Guide · 2026
How to add voice to your website
There are four realistic ways to make your website talk in 2026. Three of them are overkill for most sites, and one has a free tier. Here is the honest comparison — so you pick the right tool instead of the loudest one.
What “add voice” actually means
The phrase is ambiguous. It can mean three different things:
- Voice output (read-aloud): a button that narrates your page content, usually for accessibility.
- Voice input (dictation): a mic icon in a form that transcribes what the user says into text.
- Voice conversation (AI agent): a two-way spoken exchange — visitor talks, AI answers, page updates in real time. This is what Spelo does.
Most businesses want the third but implement the first, then wonder why engagement did not change. Read-aloud is table stakes. Conversation is what converts.

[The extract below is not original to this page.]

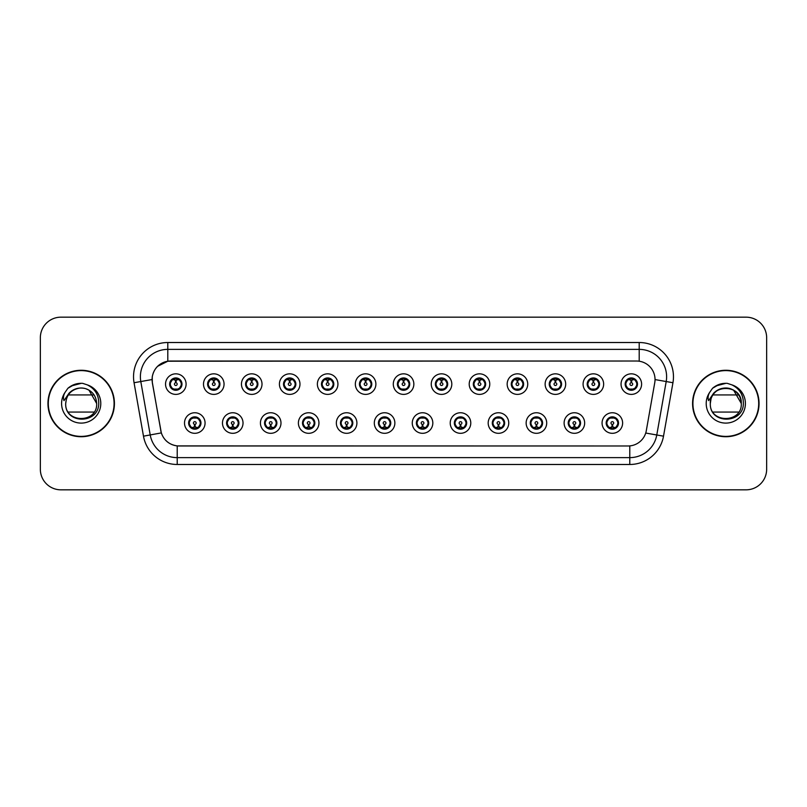 <?xml version="1.0" encoding="UTF-8"?>
<svg xmlns="http://www.w3.org/2000/svg" width="807" height="807" viewBox="0 0 807 807"><rect width="100%" height="100%" fill="white"/><g stroke="black" fill="none" stroke-linecap="round" stroke-linejoin="round"><path stroke-width="1.21" d="M243.028 423.029A10.279 10.279 0 0 1 232.749 433.309A10.279 10.279 0 0 1 222.47 423.029A10.279 10.279 0 0 1 232.749 412.75A10.279 10.279 0 0 1 243.028 423.029M226.585 423.029A6.163 6.163 0 0 0 232.749 429.193A6.163 6.163 0 0 0 238.922 423.029A6.163 6.163 0 0 0 232.749 416.866A6.163 6.163 0 0 0 226.585 423.029L228.976 427.004A5.478 5.478 0 0 1 228.976 419.055L226.646 423.029M280.987 423.029A10.279 10.279 0 0 1 270.708 433.309A10.279 10.279 0 0 1 260.429 423.029A10.279 10.279 0 0 1 270.708 412.75A10.279 10.279 0 0 1 280.987 423.029M264.545 423.029A6.163 6.163 0 0 0 270.708 429.193A6.163 6.163 0 0 0 276.882 423.029A6.163 6.163 0 0 0 270.708 416.866A6.163 6.163 0 0 0 264.545 423.029L266.935 427.004A5.478 5.478 0 0 1 266.935 419.055L264.605 423.029M318.947 423.029A10.279 10.279 0 0 1 308.667 433.309A10.279 10.279 0 0 1 298.388 423.029A10.279 10.279 0 0 1 308.667 412.75A10.279 10.279 0 0 1 318.947 423.029M302.504 423.029A6.163 6.163 0 0 0 308.667 429.193A6.163 6.163 0 0 0 314.841 423.029A6.163 6.163 0 0 0 308.667 416.866A6.163 6.163 0 0 0 302.504 423.029L304.895 427.004A5.478 5.478 0 0 1 304.895 419.055L302.564 423.029M356.906 423.029A10.279 10.279 0 0 1 346.627 433.309A10.279 10.279 0 0 1 336.348 423.029A10.279 10.279 0 0 1 346.627 412.75A10.279 10.279 0 0 1 356.906 423.029M340.463 423.029A6.163 6.163 0 0 0 346.627 429.193A6.163 6.163 0 0 0 352.8 423.029A6.163 6.163 0 0 0 346.627 416.866A6.163 6.163 0 0 0 340.463 423.029L342.854 427.004A5.478 5.478 0 0 1 342.854 419.055L340.524 423.029M394.865 423.029A10.279 10.279 0 0 1 384.586 433.309A10.279 10.279 0 0 1 374.307 423.029A10.279 10.279 0 0 1 384.586 412.75A10.279 10.279 0 0 1 394.865 423.029M378.422 423.029A6.163 6.163 0 0 0 384.586 429.193A6.163 6.163 0 0 0 390.759 423.029A6.163 6.163 0 0 0 384.586 416.866A6.163 6.163 0 0 0 378.422 423.029L380.813 427.004A5.478 5.478 0 0 1 380.813 419.055L378.483 423.029M432.824 423.029A10.279 10.279 0 0 1 422.545 433.309A10.279 10.279 0 0 1 412.266 423.029A10.279 10.279 0 0 1 422.545 412.75A10.279 10.279 0 0 1 432.824 423.029M416.382 423.029A6.163 6.163 0 0 0 422.545 429.193A6.163 6.163 0 0 0 428.719 423.029A6.163 6.163 0 0 0 422.545 416.866A6.163 6.163 0 0 0 416.382 423.029L418.772 427.004A5.478 5.478 0 0 1 418.772 419.055L416.442 423.029M470.784 423.029A10.279 10.279 0 0 1 460.504 433.309A10.279 10.279 0 0 1 450.225 423.029A10.279 10.279 0 0 1 460.504 412.75A10.279 10.279 0 0 1 470.784 423.029M454.341 423.029A6.163 6.163 0 0 0 460.504 429.193A6.163 6.163 0 0 0 466.678 423.029A6.163 6.163 0 0 0 460.504 416.866A6.163 6.163 0 0 0 454.341 423.029L456.732 427.004A5.478 5.478 0 0 1 456.732 419.055L454.402 423.029M508.743 423.029A10.279 10.279 0 0 1 498.464 433.309A10.279 10.279 0 0 1 488.185 423.029A10.279 10.279 0 0 1 498.464 412.75A10.279 10.279 0 0 1 508.743 423.029M492.3 423.029A6.163 6.163 0 0 0 498.464 429.193A6.163 6.163 0 0 0 504.637 423.029A6.163 6.163 0 0 0 498.464 416.866A6.163 6.163 0 0 0 492.3 423.029L494.691 427.004A5.478 5.478 0 0 1 494.691 419.055L492.361 423.029M546.702 423.029A10.279 10.279 0 0 1 536.423 433.309A10.279 10.279 0 0 1 526.144 423.029A10.279 10.279 0 0 1 536.423 412.75A10.279 10.279 0 0 1 546.702 423.029M530.26 423.029A6.163 6.163 0 0 0 536.423 429.193A6.163 6.163 0 0 0 542.597 423.029A6.163 6.163 0 0 0 536.423 416.866A6.163 6.163 0 0 0 530.26 423.029L532.65 427.004A5.478 5.478 0 0 1 532.65 419.055L530.32 423.029M584.661 423.029A10.279 10.279 0 0 1 574.382 433.309A10.279 10.279 0 0 1 564.113 423.029A10.279 10.279 0 0 1 574.382 412.75A10.279 10.279 0 0 1 584.661 423.029M568.219 423.029A6.163 6.163 0 0 0 574.382 429.193A6.163 6.163 0 0 0 580.556 423.029A6.163 6.163 0 0 0 574.382 416.866A6.163 6.163 0 0 0 568.219 423.029L570.61 427.004A5.478 5.478 0 0 1 570.61 419.055L568.279 423.029M622.621 423.029A10.279 10.279 0 0 1 612.342 433.309A10.279 10.279 0 0 1 602.072 423.029A10.279 10.279 0 0 1 612.342 412.75A10.279 10.279 0 0 1 622.621 423.029M606.178 423.029A6.163 6.163 0 0 0 612.342 429.193A6.163 6.163 0 0 0 618.515 423.029A6.163 6.163 0 0 0 612.342 416.866A6.163 6.163 0 0 0 606.178 423.029L608.569 427.004A5.478 5.478 0 0 1 608.569 419.055L606.239 423.029M205.069 423.029A10.279 10.279 0 0 1 194.79 433.309A10.279 10.279 0 0 1 184.51 423.029A10.279 10.279 0 0 1 194.79 412.75A10.279 10.279 0 0 1 205.069 423.029M188.626 423.029A6.163 6.163 0 0 0 194.79 429.193A6.163 6.163 0 0 0 200.963 423.029A6.163 6.163 0 0 0 194.79 416.866A6.163 6.163 0 0 0 188.626 423.029L191.017 427.004A5.478 5.478 0 0 1 191.017 419.055L188.677 423.029M224.053 384.112A10.279 10.279 0 0 1 213.774 394.391A10.279 10.279 0 0 1 203.495 384.112A10.279 10.279 0 0 1 213.774 373.833A10.279 10.279 0 0 1 224.053 384.112M207.601 384.112A6.163 6.163 0 0 0 213.774 390.275A6.163 6.163 0 0 0 219.938 384.112A6.163 6.163 0 0 0 213.774 377.938A6.163 6.163 0 0 0 207.601 384.112L210.002 388.086A5.478 5.478 0 0 1 210.002 380.127L207.661 384.122M262.013 384.112A10.279 10.279 0 0 1 251.734 394.391A10.279 10.279 0 0 1 241.454 384.112A10.279 10.279 0 0 1 251.734 373.833A10.279 10.279 0 0 1 262.013 384.112M245.56 384.112A6.163 6.163 0 0 0 251.734 390.275A6.163 6.163 0 0 0 257.897 384.112A6.163 6.163 0 0 0 251.734 377.938A6.163 6.163 0 0 0 245.56 384.112L247.961 388.086A5.478 5.478 0 0 1 247.961 380.127L245.621 384.122M299.972 384.112A10.279 10.279 0 0 1 289.693 394.391A10.279 10.279 0 0 1 279.414 384.112A10.279 10.279 0 0 1 289.693 373.833A10.279 10.279 0 0 1 299.972 384.112M283.519 384.112A6.163 6.163 0 0 0 289.693 390.275A6.163 6.163 0 0 0 295.856 384.112A6.163 6.163 0 0 0 289.693 377.938A6.163 6.163 0 0 0 283.519 384.112L285.92 388.086A5.478 5.478 0 0 1 285.92 380.127L283.58 384.122M337.931 384.112A10.279 10.279 0 0 1 327.652 394.391A10.279 10.279 0 0 1 317.373 384.112A10.279 10.279 0 0 1 327.652 373.833A10.279 10.279 0 0 1 337.931 384.112M321.479 384.112A6.163 6.163 0 0 0 327.652 390.275A6.163 6.163 0 0 0 333.816 384.112A6.163 6.163 0 0 0 327.652 377.938A6.163 6.163 0 0 0 321.479 384.112L323.879 388.086A5.478 5.478 0 0 1 323.879 380.127L321.539 384.122M375.891 384.112A10.279 10.279 0 0 1 365.611 394.391A10.279 10.279 0 0 1 355.332 384.112A10.279 10.279 0 0 1 365.611 373.833A10.279 10.279 0 0 1 375.891 384.112M359.438 384.112A6.163 6.163 0 0 0 365.611 390.275A6.163 6.163 0 0 0 371.775 384.112A6.163 6.163 0 0 0 365.611 377.938A6.163 6.163 0 0 0 359.438 384.112L361.839 388.086A5.478 5.478 0 0 1 361.839 380.127L359.498 384.122M413.85 384.112A10.279 10.279 0 0 1 403.571 394.391A10.279 10.279 0 0 1 393.291 384.112A10.279 10.279 0 0 1 403.571 373.833A10.279 10.279 0 0 1 413.85 384.112M397.397 384.112A6.163 6.163 0 0 0 403.571 390.275A6.163 6.163 0 0 0 409.734 384.112A6.163 6.163 0 0 0 403.571 377.938A6.163 6.163 0 0 0 397.397 384.112L399.798 388.086A5.478 5.478 0 0 1 399.798 380.127L397.458 384.122M451.809 384.112A10.279 10.279 0 0 1 441.53 394.391A10.279 10.279 0 0 1 431.251 384.112A10.279 10.279 0 0 1 441.53 373.833A10.279 10.279 0 0 1 451.809 384.112M435.356 384.112A6.163 6.163 0 0 0 441.53 390.275A6.163 6.163 0 0 0 447.693 384.112A6.163 6.163 0 0 0 441.53 377.938A6.163 6.163 0 0 0 435.356 384.112L437.757 388.086A5.478 5.478 0 0 1 437.757 380.127L435.417 384.122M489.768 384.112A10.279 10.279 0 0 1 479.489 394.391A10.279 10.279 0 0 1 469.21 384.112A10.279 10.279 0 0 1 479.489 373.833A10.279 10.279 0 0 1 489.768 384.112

The four approaches, compared
| Approach | Cost | Voice quality | Interactivity | Setup | Best for |
|---|---|---|---|---|---|
| Browser text-to-speech | Free | Robotic | None — read-only | ~10 lines of JavaScript | Accessibility read-aloud only |
| Chatbot + TTS add-on | $20–$100/mo | OK | Text in, audio out | Two tools to maintain | Teams already using a chatbot |
| Hosted voice widget (e.g., Spelo) | $0–$499/mo | Natural | Full-duplex voice | One script tag | Any site that wants a real conversation |
| Custom voice agent | $5,000+ build, $500+/mo run | Natural | Whatever you build | Weeks of engineering | Enterprises with unique requirements |
Option 1 — browser text-to-speech
Every modern browser ships with the SpeechSynthesis API.
Ten lines of JavaScript and you can make any page read itself aloud. It is free, it works
offline, and it sounds exactly like a 2010-era GPS. Use it if your only goal is a
read-aloud accessibility button.
Option 2 — chatbot plus a TTS add-on
Take an existing text chatbot (Intercom, Drift, Tidio) and layer a TTS service on top so the bot can speak its replies. You get a voice that sounds better than browser TTS and a familiar chat UI. You also get two systems to pay for, two consoles to manage, and a conversation that still feels like typing in disguise — the visitor has to wait for the bot to write before it speaks.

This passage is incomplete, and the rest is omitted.